# Από 'δώ;



## stelingo

In my textbook there is a conversation between two people in a cafe.

Καλημέρα, Παναγιώτη.
Καλώς τη Μαρίνα. Από 'δώ; Σε χάσαμε.

What exactly does the second line mean?
My version:
'Hi Marina. Where have you been lately? We've missed you.'


----------



## Eltheza

Hi stelingo!

_Literal Version:_

'Welcome, Marina! Here? We lost you.'

_Idiomatic Version:_

'Hi Marina! You're here?/You're in these parts? We haven't seen you for ages.'

You often here 'Χαθήκαμε' ('we lost each other' - Passive Voice, Simple Past) said between friends who haven't seen each other for a while i.e. 'we haven't been in touch for ages'.

N.B. I'm not sure the apostrophe is necessary before δω (?)

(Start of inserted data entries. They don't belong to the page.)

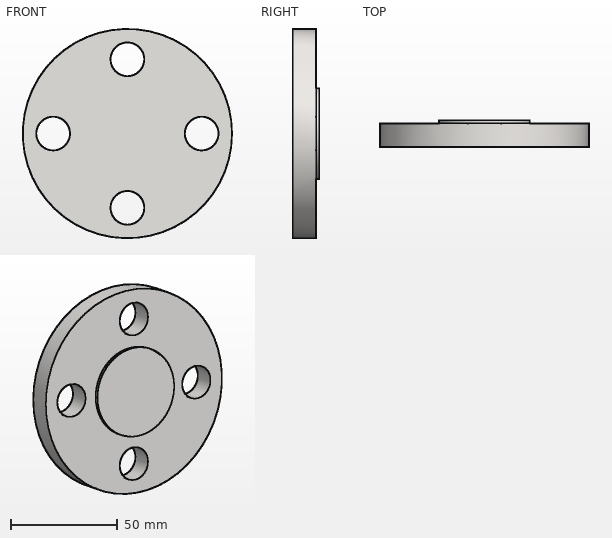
import cadquery as cq

flange_diameter = 98.6
total_thickness = 12.7
raised_face_diameter = 42.9
raised_face_height = 1.6
bolt_circle_diameter = 69.9
bolt_hole_diameter = 15.75
bolt_count = 4

flange_thickness = total_thickness - raised_face_height


def disc(diameter, start_y, thickness):
    """Solid disc centred on the Y axis, growing toward +Y from start_y."""
    return cq.Workplane("XZ", origin=(0, start_y, 0)).circle(diameter / 2).extrude(-thickness)


def bolt_holes():
    """Cylinders through the flange, evenly spaced on the bolt circle."""
    return (
        cq.Workplane("XZ")
        .polarArray(bolt_circle_diameter / 2, 0, 360, bolt_count)
        .circle(bolt_hole_diameter / 2)
        .extrude(-flange_thickness)
    )


flange = disc(flange_diameter, 0, flange_thickness)
raised_face = disc(raised_face_diameter, flange_thickness, raised_face_height)

result = flange.union(raised_face).cut(bolt_holes())
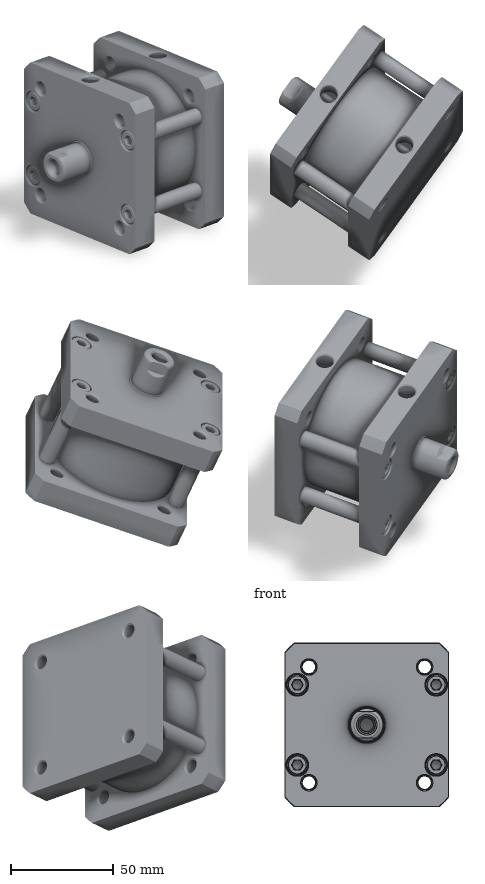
import cadquery as cq
import math


flange_side = 80.0
flange_thickness = 12.5
corner_turning_diameter = 106.8
flange_gap = 34.0
body_face_y = flange_thickness + flange_gap

barrel_diameter = 65.8
bore_diameter = 63.0
barrel_edge_chamfer = 0.2
register_length = 4.0

mount_circle_diameter = 80.0
mount_hole_diameter = 6.6
mount_mouth_diameter = 8.0
mount_offset = mount_circle_diameter / 2 * math.cos(math.radians(45))

port_diameter = 8.6
port_mouth_diameter = 9.6
port_setback = 5.5
port_tip_angle = 118.0
port_depth = 10.4
port_bar_diameter = 4.0

bolt_circle_diameter = 78.4
bolt_angle = 30.0
bolt_x = bolt_circle_diameter / 2 * math.cos(math.radians(bolt_angle))
bolt_z = bolt_circle_diameter / 2 * math.sin(math.radians(bolt_angle))
bolt_places = [(x, z) for x in (-bolt_x, bolt_x) for z in (-bolt_z, bolt_z)]
shoulder_diameter = 8.0
shoulder_chamfer = 0.3
shank_diameter = 6.9
shank_depth = 10.0
head_diameter = 10.0
head_height = 6.0
head_chamfer = 0.6
head_recess = 0.5
socket_across_flats = 5.0
socket_depth = 2.8
socket_tip_depth = 1.2
counterbore_diameter = 10.5
counterbore_mouth_diameter = 11.0
counterbore_depth = head_recess + head_height

rod_diameter = 16.0
rod_reach = 18.0
rod_nose_radius = 1.8
flat_across = 13.0
flat_length = 5.7
rod_bore_diameter = 8.4
rod_bore_mouth_diameter = 10.0
rod_bore_depth = 16.0
rod_bore_end_diameter = 6.6
rod_bore_tip_angle = 160.0

wiper_diameter = 17.7
wiper_seat_mouth_diameter = 18.0
wiper_lip_diameter = 17.0
wiper_lip_height = 0.4
wiper_depth = 4.0
wiper_relief_diameter = 16.6


def cylinder_along_y(diameter, start, end, x=0.0, z=0.0):
    """Cylinder parallel to Y between two Y positions."""
    base = cq.Vector(x, start, z)
    return cq.Workplane(cq.Solid.makeCylinder(diameter / 2, end - start, base, cq.Vector(0, 1, 0)))


def cone_along_y(start_diameter, end_diameter, start, end, x=0.0, z=0.0):
    """Cone parallel to Y; runs toward -Y when end is below start."""
    direction = cq.Vector(0, math.copysign(1, end - start), 0)
    base = cq.Vector(x, start, z)
    length = abs(end - start)
    return cq.Workplane(cq.Solid.makeCone(start_diameter / 2, end_diameter / 2, length, base, direction))


def mouth_chamfer(mouth_diameter, hole_diameter, face, inward, x=0.0, z=0.0):
    """45 degree countersink cutter at the mouth of a hole; inward is +1 or -1 along Y."""
    depth = (mouth_diameter - hole_diameter) / 2
    return cone_along_y(mouth_diameter, hole_diameter, face, face + inward * depth, x, z)


def port_cutter(port_y):
    """Port from the top edge with a drill-point bottom, less the round bar that crosses it."""
    top = flange_side / 2
    bottom = top - port_depth
    mouth_depth = (port_mouth_diameter - port_diameter) / 2
    tip_depth = port_diameter / 2 / math.tan(math.radians(port_tip_angle / 2))
    half_section = [
        (0, top),
        (port_mouth_diameter / 2, top),
        (port_diameter / 2, top - mouth_depth),
        (port_diameter / 2, bottom),
        (0, bottom - tip_depth),
    ]
    profile = cq.Workplane("XZ").polyline(half_section).close()
    port = profile.revolve(360, (0, 0, 0), (0, 1, 0)).translate((0, port_y, 0))
    bar = cylinder_along_y(port_bar_diameter, port_y - port_diameter, port_y + port_diameter, 0, bottom)
    return port.cut(bar)


def flange(start):
    """Square flange with turned corners and chamfered mounting holes."""
    end = start + flange_thickness
    middle = (start + end) / 2
    plate = cq.Workplane("XY").box(flange_side, flange_thickness, flange_side).translate((0, middle, 0))
    plate = plate.intersect(cylinder_along_y(corner_turning_diameter, start, end))
    for x in (-mount_offset, mount_offset):
        for z in (-mount_offset, mount_offset):
            plate = plate.cut(cylinder_along_y(mount_hole_diameter, start, end, x, z))
            plate = plate.cut(mouth_chamfer(mount_mouth_diameter, mount_hole_diameter, start, 1, x, z))
            plate = plate.cut(mouth_chamfer(mount_mouth_diameter, mount_hole_diameter, end, -1, x, z))
    return plate


def make_front_cover():
    """Front flange with register, rod hole, wiper seat, port and bolt counterbores."""
    inner = flange_thickness
    register_end = inner + register_length
    port_y = inner - port_setback
    cover = flange(0).union(cylinder_along_y(bore_diameter, inner, register_end))
    cover = cover.cut(cylinder_along_y(rod_diameter, 0, register_end))
    cover = cover.cut(cylinder_along_y(wiper_diameter, 0, wiper_depth))
    cover = cover.cut(mouth_chamfer(wiper_seat_mouth_diameter, wiper_diameter, 0, 1))
    cover = cover.cut(port_cutter(port_y))
    for x, z in bolt_places:
        cover = cover.cut(cylinder_along_y(shank_diameter, 0, inner, x, z))
        cover = cover.cut(cylinder_along_y(counterbore_diameter, 0, counterbore_depth, x, z))
        cover = cover.cut(mouth_chamfer(counterbore_mouth_diameter, counterbore_diameter, 0, 1, x, z))
    return cover


def make_body():
    """Rear flange in one piece with the bored barrel."""
    port_y = body_face_y + port_setback
    barrel = cylinder_along_y(barrel_diameter, flange_thickness, body_face_y)
    barrel = barrel.faces("<Y").edges().chamfer(barrel_edge_chamfer)
    body = flange(body_face_y).union(barrel)
    body = body.cut(cylinder_along_y(bore_diameter, flange_thickness, body_face_y))
    body = body.cut(port_cutter(port_y))
    for x, z in bolt_places:
        body = body.cut(cylinder_along_y(shank_diameter, body_face_y, body_face_y + shank_depth, x, z))
    return body


def make_tie_bolt(x, z):
    """Socket-head bolt whose shoulder spaces the two flanges apart."""
    head = cylinder_along_y(head_diameter, head_recess, counterbore_depth)
    head = head.faces("<Y").edges().chamfer(head_chamfer)
    socket_end = head_recess + socket_depth
    corner_diameter = socket_across_flats / math.cos(math.radians(30))
    socket = cq.Workplane("XZ", origin=(0, socket_end, 0)).polygon(6, corner_diameter).extrude(socket_depth)
    head = head.cut(socket)
    head = head.cut(cone_along_y(socket_across_flats, 0, socket_end, socket_end + socket_tip_depth))
    shoulder = cylinder_along_y(shoulder_diameter, flange_thickness, body_face_y)
    shoulder = shoulder.edges("%CIRCLE").chamfer(shoulder_chamfer)
    shank = cylinder_along_y(shank_diameter, counterbore_depth, body_face_y + shank_depth)
    return head.union(shank).union(shoulder).translate((x, 0, z))


def make_piston_rod():
    """Rod with a rounded nose, two wrench flats and a stepped end hole."""
    tip = -rod_reach
    rod = cylinder_along_y(rod_diameter, tip, body_face_y)
    rod = rod.faces("<Y").edges().fillet(rod_nose_radius)
    half_flat = flat_across / 2
    rod_radius = rod_diameter / 2
    ramp_start = tip + flat_length
    ramp_end = ramp_start + rod_radius - half_flat
    flat_section = [(tip, half_flat), (ramp_start, half_flat), (ramp_end, rod_radius), (tip, rod_radius)]
    upper_flat = cq.Workplane("YZ").polyline(flat_section).close().extrude(rod_radius, both=True)
    rod = rod.cut(upper_flat).cut(upper_flat.mirror("XY"))
    bore_end = tip + rod_bore_depth
    taper_end = bore_end + (rod_bore_diameter - rod_bore_end_diameter) / 2
    tip_depth = rod_bore_end_diameter / 2 / math.tan(math.radians(rod_bore_tip_angle / 2))
    rod = rod.cut(cylinder_along_y(rod_bore_diameter, tip, bore_end))
    rod = rod.cut(mouth_chamfer(rod_bore_mouth_diameter, rod_bore_diameter, tip, 1))
    rod = rod.cut(cone_along_y(rod_bore_diameter, rod_bore_end_diameter, bore_end, taper_end))
    return rod.cut(cone_along_y(rod_bore_end_diameter, 0, taper_end, taper_end + tip_depth))


def make_wiper():
    """Ring around the rod with a tapered lip standing proud of the cover."""
    ring = cylinder_along_y(wiper_diameter, 0, wiper_depth)
    ring = ring.union(cone_along_y(wiper_diameter, wiper_lip_diameter, 0, -wiper_lip_height))
    ring = ring.cut(cylinder_along_y(rod_diameter, -wiper_lip_height, wiper_depth))
    return ring.cut(mouth_chamfer(wiper_relief_diameter, rod_diameter, -wiper_lip_height, 1))


front_cover = make_front_cover()
body = make_body()
piston_rod = make_piston_rod()
wiper = make_wiper()
tie_bolts = [make_tie_bolt(x, z).val() for x, z in bolt_places]

result = cq.Compound.makeCompound([front_cover.val(), body.val(), piston_rod.val(), wiper.val(), *tie_bolts])

*Reference for native speakers (whom I hope will comment):*

http://www.translatum.gr/forum/index.php?topic=29049.0

Colloquial speech is so idiomatic! You'll get used to it!


----------



## sotos

stelingo said:


> Καλώς τη Μαρίνα. Από 'δώ; Σε χάσαμε.
> 
> 
> 'Hi Marina. Where have you been lately? We've missed you.'



It seems that a word is missing. Should be "Πώς από 'δώ?", a common expression showing a kind of surprise for the visit. i.e.  "what brought you here?" or "How come you are here?"


----------



## Eltheza

Hi sotos!

Yes, I thought the same!


----------



## stelingo

Yes, you're right. It says Πώς από 'δώ with a comma.


----------



## Eltheza

Then it means like, 'What are you doing here/how come you're here'.


----------



## goonhilly

stelingo said:


> In my textbook there is a conversation between two people in a cafe.
> 
> Καλημέρα, Παναγιώτη.
> Καλώς τη Μαρίνα. Από 'δώ; Σε χάσαμε.
> 
> What exactly does the second line mean?
> My version:
> 'Hi Marina. Where have you been lately? We've missed you.'


Is this book by chance Ελληνικό ΑΑ by chance as I have started out with this book having got a little ways trying to use Linguaphone that was too tough but these books are very good reinforcing language for me but still missing vital dicitionary on idoms and if it was not for this forum I would go nuts trying to find answers/translations for some of the idiomatic phrases that even this textbook or course has !! Glad to find this page bit of a boost to crack some of this stuff which many dictionaries dont bother with. I was even having to take stuff to my Greek Dentist but I was only seeing her about twice a year.
Thanks to all contributors on the greek forum!!


----------



## goonhilly

πώς από 'δώ τέτοια ώρα;
 so this expression would mean 
How have you been doing we have not seen you for some time or such a long time??


----------



## velisarius

Literally it means 

πώς -how
από - from
'δώ - here
τέτοια - such
 ώρα -hour/time

So taken together it's "How come you are here at this time of day?" or more loosely "What are you doing here at this time of day?"


----------



## Grevena

We don't say "απο 'δω" like this, but for starters don't confuse it with "πως και απο 'δω" which is a different question you are not supposed to answer. It's like total nonsense (The question itself, meaning the second one, literally makes no sense but I suggest to not answer. I don't usually. I ignore it and talk about other stuff.) and you should say the story how you did all day before you get to the house. It literally translates to "how and from here" and now you know the confirmation what I am talking about. Usually that's woman's talk. 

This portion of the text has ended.